A few years ago, I did a tru-cut biopsy on a firm mass within a large lipoma that came back as a mast cell tumor, so you really don't know what you're getting into if you don't have a biopsy. While I prefer a biopsy before removing a mass, you do not always get the option. Sometimes you're asked to remove a lump while the pet is anesthetized for another reason, like a dental cleaning. Obviously, be mindful of what you are comfortable with. I have said, this is a great time for a biopsy, while they are sleeping, but you will gain confidence as time goes on.

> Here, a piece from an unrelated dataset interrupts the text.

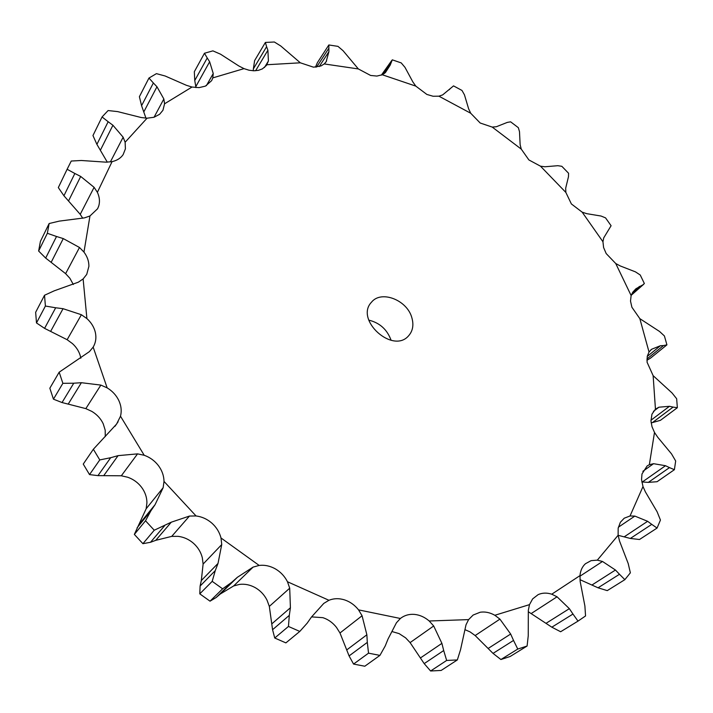 <?xml version="1.0" encoding="UTF-8"?>
<svg xmlns="http://www.w3.org/2000/svg" width="713" height="713" viewBox="0 0 713 713"><rect width="100%" height="100%" fill="white"/><g stroke="black" fill="none" stroke-linecap="round" stroke-linejoin="round"><path stroke-width="1.07" d="M253.267 70.774L253.373 68.849L266.609 46.693L265.388 42.441L274.362 42.005L280.753 45.98L300.325 62.806L313.488 67.174L321.002 65.944L324.219 63.938L326.135 61.755L328.907 51.684L328.845 44.964L317.383 62.664L315.467 67.174M266.609 46.693L267.901 50.249L268.409 60.997L266.493 65.355L262.402 68.885L258.454 70.337L253.899 70.792L248.997 70.213L244.024 68.635L212.804 77.886L211.663 80.622L205.397 86.13L199.123 87.619L192.002 87.039L164.569 103.795L162.947 110.274L159.623 114.285L154.017 117.262L147.047 118.198L125.123 142.252L125.408 148.839L123.135 154.632C120.675 158.215 116.985 160.541 112.084 161.619L97.378 192.323C99.579 197.046 100.034 201.619 98.733 206.03L97.619 208.722L89.963 215.977L83.965 252.09C87.334 256.618 88.973 261.377 88.893 266.377L86.728 274.398L83.118 278.943L86.906 318.586C91.317 322.597 94.143 327.249 95.373 332.543C96.487 337.837 95.747 342.695 93.162 347.115L107.146 387.863C112.387 391.045 116.272 395.252 118.804 400.492C121.237 405.759 121.798 411 120.497 416.214L144.213 455.277C149.962 457.336 154.694 460.776 158.411 465.598C162.038 470.464 163.901 475.749 164.008 481.427L196.057 515.954C201.939 516.702 207.207 519.1 211.868 523.137C216.458 527.264 219.497 532.201 221.003 537.976L259.167 565.436C264.773 564.794 270.209 565.97 275.476 568.947C280.699 572.022 284.692 576.291 287.473 581.755L328.951 600.284C333.916 598.305 339.147 598.18 344.637 599.918C350.11 601.754 354.753 605.079 358.55 609.873L400.385 618.483L400.973 618.028C404.877 615.203 409.36 613.991 414.422 614.392C419.77 614.927 424.698 617.128 429.208 620.996L468.601 619.606L473.129 615.052L480.197 612.235C485.09 611.504 489.965 612.52 494.84 615.274L529.492 604.633L532.629 598.911L538.137 594.633C542.308 592.761 546.835 592.619 551.746 594.196L579.99 575.614C580.427 570.596 582.245 566.639 585.435 563.733L591.104 560.641L597.316 560.151L618.126 535.258L618.171 528.208L620.372 522.255L624.24 518.191L630.034 515.98L642.992 486.56L641.54 479.546L641.985 473.976L647.128 465.954L649.347 464.698L654.498 432.443L652.012 426.739L650.969 421.026L651.94 414.2L655.452 409.164L653.135 375.662L647.065 362.204L647.27 356.242L649.026 352.008L639.837 318.649L631.887 307.223L630.506 301.064L631.121 295.53L615.747 263.525L606.184 253.561L603.608 247.563L602.948 241.752L582.173 212.162L571.38 203.945L565.855 192.43L540.507 166.191L528.894 159.944L521.274 149.124L492.228 127.083L480.188 123.01L470.723 113.251L438.905 96.184L433.103 96.255L426.855 94.437L415.813 86.121L382.266 74.758L376.892 76.068L370.635 75.462L358.345 68.938L324.219 63.938M265.388 42.441L254.612 60.587L253.373 68.849M411.82 317.606C407.061 299.959 381.125 289.906 371.5 302.196C354.495 319.718 392.908 354.441 408.62 335.77C412.854 330.939 413.923 324.887 411.82 317.606M264.461 67.512L268.409 60.997M255.602 70.747L267.901 50.249M73.323 284.487L69.892 278.284L65.614 273.649L79.491 247.491L83.965 252.09M80.827 358.229L80.64 357.222C79.464 352.044 76.728 347.498 72.432 343.586L67.138 339.709L81.389 314.727L86.906 318.586M105.266 436.623L105.185 430.135L103.198 423.718C100.747 418.602 96.968 414.503 91.861 411.419L85.827 408.62L100.863 385.091L107.146 387.863M137.092 527.78L150.799 510.971L145.514 520.784L134.347 534.411L146.156 508.761L146.931 502.736C146.869 497.166 145.078 492.015 141.557 487.264C137.948 482.567 133.34 479.234 127.725 477.247L121.326 475.785L137.556 453.869L144.213 455.277M200.103 586.05L215.281 570.587L212.198 581.345L199.783 593.849L200.103 586.05L201.316 580.542L203.107 564.072L202.323 557.744C200.888 552.112 197.938 547.29 193.481 543.279C188.954 539.358 183.811 537.041 178.063 536.336L171.726 536.381L189.471 516.06L196.057 515.954M272.571 629.704L289.309 615.364L288.453 626.451L274.737 638.01L272.571 629.704L269.327 606.398L267.054 600.212C264.38 594.883 260.495 590.729 255.414 587.744C250.281 584.865 244.969 583.742 239.47 584.402L233.632 585.961L253.097 567.102L259.167 565.436M349.085 655.915L367.311 642.386L368.532 653.161L353.559 664.07L349.085 655.915L339.985 632.992L336.447 627.351C332.766 622.672 328.247 619.445 322.9 617.672L311.599 616.897M424.19 663.616L443.7 650.541L446.65 660.452L430.607 670.995L424.19 663.616L410.1 642.609L405.617 637.85L399.12 633.616L392.016 631.558M493.04 653.393L513.529 640.434L517.763 649.062L500.909 659.525L493.04 653.393L475.161 635.55L470.072 631.896L464.992 629.686M391.081 340.288L391.009 340.074C387.114 329.477 379.699 322.82 368.755 320.11M358.345 68.938L343.06 50.703L337.962 46.363L328.845 44.964M195.977 87.619L194.756 80.516L207.225 57.976L204.462 53.252L212.902 50.864L220.513 54.179L238.855 65.988L244.024 68.635M207.225 57.976L209.649 61.764L213.24 73.528L212.804 77.886M415.813 86.121L412.854 81.924L404.993 67.361L401.223 62.904L392.293 59.839L390.18 65.15L385.403 72.601L382.266 74.758M206.387 85.649L213.24 73.528M145.951 118.153L141.575 105.693L153.366 82.975L148.955 78.056L156.432 73.644L165.113 75.988L186.369 85.293L192.002 87.039M153.366 82.975L156.967 86.763L163.847 98.973L164.569 103.795M470.723 113.251L468.655 108.893L464.43 94.776L461.979 90.444L453.53 85.89L442.63 94.918L438.905 96.184M154.061 117.244L163.847 98.973M107.306 162.163L96.906 144.374L108.153 121.718L102.057 116.959L108.1 110.551L117.627 111.602L141.165 117.52L147.047 118.198M108.153 121.718L112.921 125.247L123.144 137.208L125.123 142.252M521.274 149.124L520.142 144.766L519.492 131.673L518.342 127.68L510.624 121.825L507.291 122.404L496.373 126.727L492.228 127.083M110.372 161.913L123.144 137.208M82.744 218.24L80.221 214.346L63.929 195.763L74.847 173.482L67.12 169.275L71.247 161.04L81.291 160.487L106.237 162.181L112.084 161.619M74.847 173.482L80.694 176.45L94.107 187.332L97.378 192.323M565.855 192.43L565.676 188.232L568.475 176.717L568.573 173.259L561.835 166.298L557.816 165.701L544.928 166.762L540.507 166.191M80.221 214.346L94.107 187.332M65.614 273.649L45.677 258.079L56.514 236.493L47.352 233.294L49.135 223.534L59.259 221.119L84.473 217.875L89.963 215.977M56.514 236.493L63.27 238.588L79.491 247.491M602.948 241.752L603.724 237.875L611.094 225.727L605.551 217.875L601.041 216.03L586.71 213.659L582.173 212.162M67.138 339.709L44.58 328.363L55.676 307.775L45.4 306.037L44.518 295.262L54.224 290.824L78.332 282.188L83.118 278.943M55.676 307.775L63.047 308.693L81.389 314.727M631.46 294.585L644.365 283.524L640.238 275.004L635.443 271.858L620.23 265.94L615.747 263.525M641.958 285.316L635.871 288.81L632.832 292.134L631.121 295.53M85.827 408.62L62.031 402.542L73.76 383.211L62.869 383.318L59.17 372.195L89.419 351.625L93.162 347.115M73.76 383.211L81.38 382.703L100.863 385.091M646.923 359.013L663.518 345.547L666.922 344.86L664.409 335.957L659.57 331.483L639.837 318.649M663.518 345.547L660.416 345.734L651.655 349.245L649.026 352.008M121.326 475.785L97.957 475.624L110.675 457.71L99.767 459.93L93.358 449.243L116.611 424.048L120.497 416.214M110.675 457.71L118.091 455.643L137.556 453.869M651.129 422.782L652.44 422.586L673.09 407.096L677.35 407.711L676.655 398.727L672.011 392.925L653.135 375.662M673.09 407.096L669.471 406.294L658.919 407.203L655.452 409.164M150.799 510.971L155.069 504.67L163.143 487.701L164.008 481.427M145.514 520.784L154.249 530.222L171.289 522.183L189.471 516.06M641.807 481.952L648.349 482.371L669.48 467.612L674.391 469.698L675.674 460.999L671.539 453.905L657.734 437.247L654.498 432.443M669.48 467.612L665.496 465.714L653.571 463.691L649.347 464.698M215.281 570.587L218.018 563.422L221.743 544.545L221.003 537.976M212.198 581.345L222.625 588.822L231.68 582.343L237.367 577.307L253.097 567.102M618.135 535.32L630.345 538.449L651.753 524.367L657.065 528.057L660.443 520.053L657.119 511.782L645.417 491.934L642.992 486.56M651.753 524.367L647.627 521.301L634.846 516.087L630.034 515.98M289.309 615.364L290.414 607.752L289.71 588.189L287.473 581.755M288.453 626.451L299.79 631.433L307.125 623.224L311.447 617.057L323.8 603.385L328.951 600.284M579.99 579.678L598.055 587.806L619.481 574.277L624.855 579.66L630.363 572.824L628.206 563.555L619.526 541.015L618.126 535.258M619.481 574.277L615.462 570.026L602.503 561.47L597.316 560.151M367.311 642.386L366.865 634.784L362.07 615.756L358.55 609.873M368.532 653.161L379.931 655.399L385.243 645.933L388.041 639.017L396.428 622.788L400.385 618.483M528.369 611.772L551.835 627.182L572.976 614.053L578.002 621.121L585.551 615.952L584.892 605.97L580.168 581.487L579.99 575.614M572.976 614.053L569.357 608.661L557.049 596.79L551.746 594.196M443.7 650.541L441.9 643.367L433.691 625.978L429.208 620.996M446.65 660.452L457.336 659.935L460.527 649.775L466.017 624.784L468.601 619.606M517.763 649.062L527.103 646.023L528.253 635.711L528.324 610.328L529.492 604.633M513.529 640.434L510.66 634.035L499.92 619.125L494.84 615.274M194.756 80.516L194.328 71.728L204.462 53.252M141.575 105.693L139.392 96.692L148.955 78.056M96.906 144.374L92.957 135.55L102.057 116.959M63.929 195.763L58.323 187.581L67.494 168.491M45.677 258.079L38.636 251.029L40.418 241.368L49.135 223.534M44.58 328.363L36.488 322.944L35.65 312.303L44.518 295.262M62.031 402.542L53.448 399.173L49.839 388.211L59.17 372.195M646.914 360.279L650.532 358.122L666.922 344.86M97.957 475.624L89.526 474.6L83.252 464.083L93.358 449.243M652.44 422.586L660.434 420.331L677.35 407.711M171.726 536.381L155.746 540.338L150.505 542.29L142.912 543.68L134.347 534.411M648.349 482.371L657.074 481.712L674.391 469.698M233.632 585.961L220.21 594.063L216.137 597.53L210.032 601.175L199.783 593.849M630.345 538.449L639.499 539.5L657.065 528.057M274.737 638.01L285.886 642.885L299.79 631.433M598.055 587.806L607.253 590.622L624.855 579.66M353.559 664.07L364.798 666.227L379.931 655.399M551.835 627.182L560.632 631.745L578.002 621.121M430.607 670.995L441.16 670.443L457.336 659.935M500.909 659.525L510.151 656.495L527.103 646.023M195.879 86.487L209.649 61.764M384.111 73.689L390.18 65.15M382.168 74.803L390.884 62.53M143.919 111.674L156.967 86.763M100.453 150.069L112.921 125.247M68.573 200.87L80.694 176.45M67.12 169.275L58.323 187.581M51.211 262.241L63.27 238.588M47.352 233.294L38.636 251.029M50.694 331.269L63.047 308.693M45.4 306.037L36.488 322.944M62.869 383.318L53.448 399.173M68.332 403.914L81.38 382.703M99.767 459.93L89.526 474.6M103.964 475.339L118.091 455.643M154.249 530.222L142.912 543.68M155.746 540.338L171.289 522.183M150.505 542.29L164.534 525.802M222.625 588.822L210.032 601.175M220.21 594.063L237.304 577.378M216.137 597.53L231.68 582.343M300.325 62.806L266.92 64.731M325.574 62.521L326.607 60.953M114.989 426.294L118.1 421.766M650.693 350.03L651.655 349.245M146.156 508.761L163.143 487.701M653.429 411.374L658.919 407.203M203.107 564.072L221.743 544.545M642.859 471.311L653.571 463.691M269.327 606.398L289.71 588.189M618.367 527.219L634.846 516.087M339.985 632.992L362.07 615.756M579.945 576.211L602.503 561.47M410.1 642.609L433.691 625.978M531.497 613.358L557.049 596.79M475.161 635.55L499.92 619.125M319.201 66.576L328.907 51.684M316.608 67.075L328.666 48.52M632.556 292.526L639.508 286.385M647.226 356.455L660.416 345.734M650.942 420.242L669.471 406.294M139.944 523.244L155.069 504.67M642.333 481.988L665.496 465.714M201.316 580.542L218.018 563.422M624.169 536.862L647.627 521.301M272.045 623.661L290.414 607.752M591.995 584.99L615.462 570.026M346.892 649.81L366.865 634.784M546.22 623.207L569.357 608.661M420.536 657.885L441.9 643.367M488.227 648.411L510.66 634.035M391.785 60.445L381.357 75.141M450.224 88.528L449.333 89.678M643.67 284.3L631.192 295.298M237.331 577.343L220.183 594.089"/></g></svg>

Don't forget that you can always offer owners a referral. If you let the owners have a choice, say hey, this could be really scary, and there is a possibility that I may not remove it all, did you want to see a specialist? Then they understand that there are always limitations to what the naked eye can see. If they don't wish to be referred, likely due to costs, then at least they have been informed.
A Lesson Learned Too Late
There is one mass in particular that I had wished I had aspirated. Lesson learned too late. I was a new graduate as the second doctor in a two doctor practice. I had a patient come in with a interdigital cyst. Typically these are furunculosis, a reaction of the skin cells to the keratin, I usually explain it to owners like an ingrown hair. It's an inflammatory process, which usually responds to anti-inflammatory medication. This cyst was about the width of my thumb nail. I had my mentor have a look at it, I spoke about doing an FNA on it, and he said it likely wouldn't be useful, and I could poke it, but it was going to bleed everywhere. I spoke to the owner and mentioned this, and we decided to try a topical anti-inflammatory gel. A few weeks later, the dog has come back because the cyst still had not resolved, and now it was bigger. This time we tried an oral anti-inflammatory. A few weeks later, and this cyst still hadn't resolved, but this time it had burst and the owner described it like a piece of pepperoni. Eventually, we took a cell sample, and found out it was a mast cell tumor. The patient required a toe amputation to have this tumor removed. So in hindsight, I wish I had aspirated this cyst sooner! By the time we had removed the toe, it had already spread to the draining lymph nodes, and eventually to the lungs.
I tell this story because I want you, the new graduate, to stick to your schooling, aspirate anything you want to aspirate. You never know who you will end up saving.